In the last 12 months I’ve been particularly impressed by the work of two authors. Both have written for the younger market, but don’t let that fool you. Any adult who appreciates an engrossing story and skillful, beautiful writing, will love them. Don’t be a literary snob and think YA/children’s books aren’t for grown-ups. Some of the best writing going on these days, is in that field. In fact, the latest work by both these authors shouldn’t be classified by an age group. They’re in the bracket: 10 years up to, can-no-longer-read-not-even-my-bifocals-are-helping; similar to the Narnia series, or Lord of the Rings. I challenge you to put them into an age restricted grouping.

1. Ness, Patrick, Chaos Walking (series), Harper Collins.
The three titles are: The Knife of Letting Go; The Ask and the Answer, and Monsters of Men. I read this series early last year and I’m still thinking about it. Simply brilliant stuff. It’s a SciFi/Speculative series, but please don’t let that put you off if that’s not your thing. Just allow yourself to ask, “What if…?”

Humans colonise a planet and catch a “virus”, which has the effect of broadcasting every thought a male has, while the women remain “silent”. How do they deal with this phenomenon? (Typical for our species: not too well.) What amazed me the most about this book was the revelation that men actually think that much. Whenever I ask my husband, “What are you thinking?”, he always says, “Nothing.” I then say, “You can’t have a blank mind” and he says, “Well…it is.” SPRUNG!
Warning: (Spoiler alert) don’t fall in love with the dog. (I know why you did it, Mr Ness, and as a writer I understand. As a dog-lover, I’m still struggling to forgive you.)

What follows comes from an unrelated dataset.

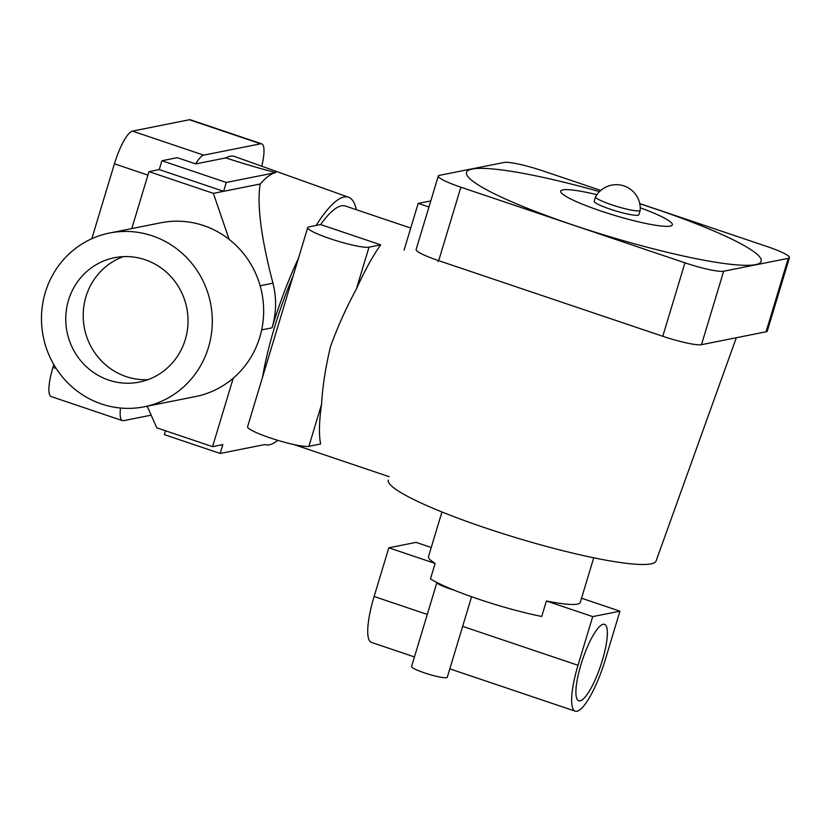 <?xml version="1.0" encoding="UTF-8"?>
<svg xmlns="http://www.w3.org/2000/svg" width="831" height="831" viewBox="0 0 831 831"><rect width="100%" height="100%" fill="white"/><g stroke="black" fill="none" stroke-linecap="round" stroke-linejoin="round"><path stroke-width="1.25" d="M602.33 660.437A40.335 9.546 -71.4 0 1 578.729 700.793A40.335 9.546 -71.4 0 1 580.931 664.717A40.335 9.546 -71.4 0 1 604.532 624.361A40.335 9.546 -71.4 0 1 602.33 660.437M593.729 557.809L580.267 602.402A79.267 10.398 -163.2 0 1 546.403 600.99L592.711 616.612L578.023 665.288L462.649 626.356L471.593 596.741L447.275 677.275A18.656 2.451 -163.2 0 1 424.464 672.871A18.656 2.451 -163.2 0 1 411.563 666.493L436.929 582.489A18.656 2.451 -163.2 0 0 449.851 588.795A18.656 2.451 -163.2 0 0 454.058 590.135A79.267 10.398 -163.2 0 1 436.94 582.5A79.267 10.398 16.8 0 1 430.448 578.927L435.132 563.439A79.267 10.398 -163.2 0 1 428.495 556.583L441.957 511.979M454.058 590.135A79.267 10.398 16.8 0 0 478.666 599.182A79.267 10.398 16.8 0 0 541.729 616.477L546.403 600.99M578.023 665.288A51.293 12.143 108.6 0 0 575.229 711.18A51.293 12.143 108.6 0 0 576.932 711.253A51.293 12.143 108.6 0 0 605.238 659.856L619.936 611.18L592.711 616.612M414.451 656.926L371.332 642.373A51.293 12.143 -71.4 0 1 374.116 596.481L388.815 547.806L435.132 563.439M581.523 598.216L619.936 611.18M388.815 547.806L416.04 542.373L431.237 547.504M320.631 224.557L308.914 226.894A32.638 4.28 16.8 0 0 307.719 227.601A32.638 4.28 16.8 0 0 330.302 238.757A32.638 4.28 16.8 0 0 369.006 247.171L380.733 244.833L320.631 224.557A121.233 28.69 -71.4 0 1 345.457 206.036L410.743 228.068M307.719 227.601L247.586 426.739A32.638 4.28 16.8 0 0 270.179 437.906A32.638 4.28 16.8 0 0 308.883 446.309L320.61 443.972A121.233 28.69 -71.4 0 1 321.545 404.396C322.553 386.56 325.575 367.177 330.593 346.247C337.957 326.147 346.548 307.086 356.354 289.084A121.233 28.69 -71.4 0 1 380.733 244.833M262.513 377.295A121.233 28.69 -71.4 0 1 293.083 276.048M404.074 250.121L418.19 203.377L428.941 207.002M430.759 200.977L418.19 203.377M438.301 260.529L437.989 261.568M640.265 207.792A58.284 7.645 -163.2 0 1 668.81 226.281A58.284 7.645 -163.2 0 1 601.073 211.074A58.284 7.645 -163.2 0 1 560.738 191.774A58.284 7.645 -163.2 0 1 596.897 194.693M599.504 191.618A153.88 20.183 16.8 0 0 467.064 171.425A153.88 20.183 16.8 0 0 573.037 224.993A153.88 20.183 16.8 0 0 755.524 264.642A153.88 20.183 16.8 0 0 654.703 208.695A153.88 20.183 16.8 0 0 639.797 203.782M640.202 210.305L638.862 214.73A23.31 3.054 -163.2 0 1 610.359 209.225A23.31 3.054 -163.2 0 1 594.227 201.247L595.557 196.822A23.31 3.054 -163.2 0 1 595.598 196.739A23.902 23.902 0 0 1 640.213 210.212A23.31 3.054 -163.2 0 1 640.202 210.305A23.31 3.054 -163.2 0 1 639.34 210.804A23.31 3.054 -163.2 0 1 611.689 204.8A23.31 3.054 -163.2 0 1 595.557 196.822M736.318 337.739L656.095 560.967A139.888 18.355 -163.2 0 1 485.096 527.82A139.888 18.355 -163.2 0 1 388.264 480.11M600.782 190.434L542.788 170.854A32.638 4.28 16.8 0 0 504.085 162.45L439.485 175.341A32.638 4.28 16.8 0 0 438.29 176.047A32.638 4.28 16.8 0 0 460.873 187.204L684.952 262.825A32.638 4.28 16.8 0 0 723.656 271.228L788.255 258.337A32.638 4.28 16.8 0 0 789.45 257.641A32.638 4.28 16.8 0 0 766.868 246.475L639.756 203.574M723.656 271.228L701.478 344.688L766.068 331.798L788.255 258.337M460.873 187.204L438.695 260.664L662.774 336.285L684.952 262.825M701.478 344.688A32.638 4.28 -163.2 0 1 662.774 336.285M438.695 260.664A32.638 4.28 -163.2 0 1 416.113 249.508L438.29 176.047M789.45 257.641L767.273 331.102A32.638 4.28 -163.2 0 1 766.068 331.798M185.271 339.609A63.416 61.047 -101.3 0 0 114.481 257.714A63.416 61.047 -101.3 0 0 68.516 300.199A63.416 61.047 -101.3 0 0 139.307 382.094A63.416 61.047 -101.3 0 0 185.271 339.609M123.341 256.634A63.416 61.047 -101.3 0 0 85.957 296.719A63.416 61.047 -101.3 0 0 147.897 379.684M45.331 292.377A88.595 85.292 -101.3 0 0 144.23 406.785A88.595 85.292 -101.3 0 0 208.456 347.431A88.595 85.292 -101.3 0 0 109.557 233.023A88.595 85.292 -101.3 0 0 45.331 292.377M144.23 406.785L195.586 396.543A88.595 85.292 -101.3 0 0 233.241 378.178A88.595 85.292 -101.3 0 0 259.802 337.178A88.595 85.292 -101.3 0 0 229.159 239.401L213.359 193.363L260.196 184.015A131.859 31.204 -71.4 0 1 275.799 172.588C259.885 168.527 243.234 163.624 225.835 157.89A132.731 31.412 -71.4 0 1 234.643 156.508L348.563 197.238A130.56 30.903 -71.4 0 1 356.322 209.703M261.672 329.886L272.049 327.819A130.56 30.903 -71.4 0 1 298.454 258.275M316.133 225.45A130.56 30.903 -71.4 0 1 348.563 197.238M272.049 327.819C276.443 312.736 276.744 297.862 272.932 283.194C261.079 237.708 256.831 204.655 260.196 184.015M147.191 406.193L156.758 427.82L212.559 446.652L233.241 378.178M165.514 430.78L164.351 434.623L220.163 453.456L222.833 444.606L212.559 446.652M277.751 440.316A130.56 30.903 -71.4 0 1 265.068 444.658A130.56 30.903 -71.4 0 1 264.777 444.554L220.163 453.456M147.482 406.858A132.731 31.412 -71.4 0 1 146.786 406.276M151.149 415.157L123.539 420.673A32.638 7.728 108.6 0 1 122.458 420.621L51.2 396.574A32.638 7.728 -71.4 0 1 52.966 367.375L53.807 364.591M261.786 166.21A32.638 7.728 108.6 0 0 261.703 143.846A32.638 7.728 108.6 0 0 260.622 143.794L189.364 119.747A32.638 7.728 -71.4 0 1 190.444 119.799L261.703 143.846M91.815 238.715L114.429 163.811A32.638 7.728 -71.4 0 1 132.441 131.101L203.699 155.148L260.622 143.794M203.699 155.148A32.638 7.728 108.6 0 0 195.711 163.904L177.252 157.672L161.91 160.736L159.24 169.586L148.967 171.633L131.776 228.587M225.835 157.89L195.711 163.904M120.526 408.021A32.638 7.728 108.6 0 0 122.458 420.621M132.441 131.101L189.364 119.747M159.24 169.586L223.622 191.317L226.302 182.467L275.799 172.588M226.302 182.467L161.91 160.736M229.159 239.401A88.595 85.292 -101.3 0 0 160.902 222.77L109.557 233.023M213.359 193.363L148.967 171.633M374.116 596.481L427.279 614.431M321.545 404.396L308.883 446.309M369.006 247.171L356.354 289.084M147.918 175.112L114.429 163.811M52.966 367.375L56.176 368.455M260.145 285.75L272.932 283.194M449.82 668.851L575.229 711.18M293.977 444.564L389.105 476.672"/></g></svg>
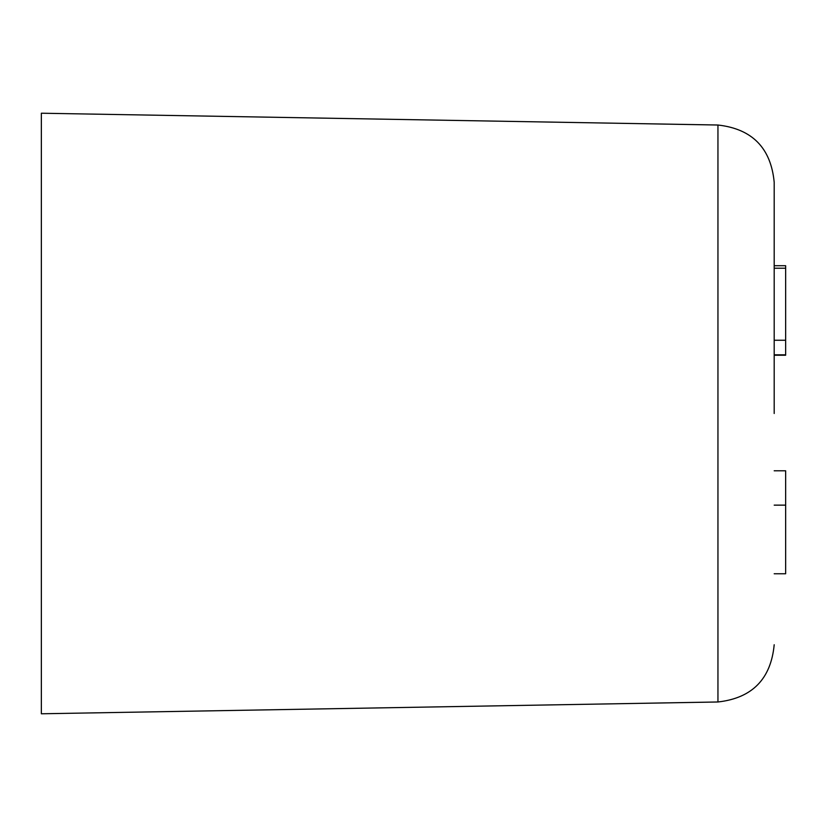 <?xml version="1.0" encoding="UTF-8"?>
<svg xmlns="http://www.w3.org/2000/svg" width="827" height="827" viewBox="0 0 827 827"><rect width="100%" height="100%" fill="white"/><g stroke="black" fill="none" stroke-linecap="round" stroke-linejoin="round"><path stroke-width="1.24" d="M774.196 413.5L774.196 182.271L774.196 413.5M717.95 701.978L717.95 125.022L717.95 701.978L717.95 125.022L41.35 113.216L41.35 713.784L717.95 701.978C752.177 698.112 770.929 679.029 774.196 644.729M41.35 413.5L41.35 713.784L41.35 413.5M774.196 470.79L785.65 470.79L774.196 470.79M785.65 505.142L774.196 505.142L785.65 505.142L785.65 470.79L785.65 573.762L785.65 505.142M774.196 573.762L785.65 573.762L774.196 573.762M785.65 268.206L774.196 268.206L785.65 268.206L785.65 340.248L774.196 340.248L785.65 340.248L785.65 354.824L774.196 354.824L785.65 354.824L785.65 265.715L774.196 265.715M785.65 354.039L785.65 355.114M717.95 125.022C752.177 128.888 770.929 147.971 774.196 182.271M785.65 355.238L774.196 355.238"/></g></svg>

2. Almond, David, My Name is Minna, Hachette
If you’re a David Almond fan, (and if you’re not, why not?) you will appreciate that this is a pre-cursor story to The Skellig. But, if you haven’t read that, don’t worry. This delightful story stands perfectly well on its own two feet. Minna obviously has some serious problems dealing with the world. As the story unfolds we get to know how her mind works, and we grow to love her. It’s a sad, dark tale told by an intelligent and imaginative child.

Both Ness and Almond are creative lateral thinkers and great story-tellers. They use the font, size and colour of the text as tools to help tell the story. Today’s society is bombarded with sound bites, YouTube flash videos, film footage of everything from a cat playing the piano, to an old lady foiling a jewellery heist, to scenes of natural disasters. There is still a strong mind-set that says, “Picture books are for little kids, and graphic novels are comics for grown-ups”. These two fellows have taken all that on board and come up with a new way of approaching the written text. I call it “visual text” and they do it brilliantly. Kudos to you, fellas!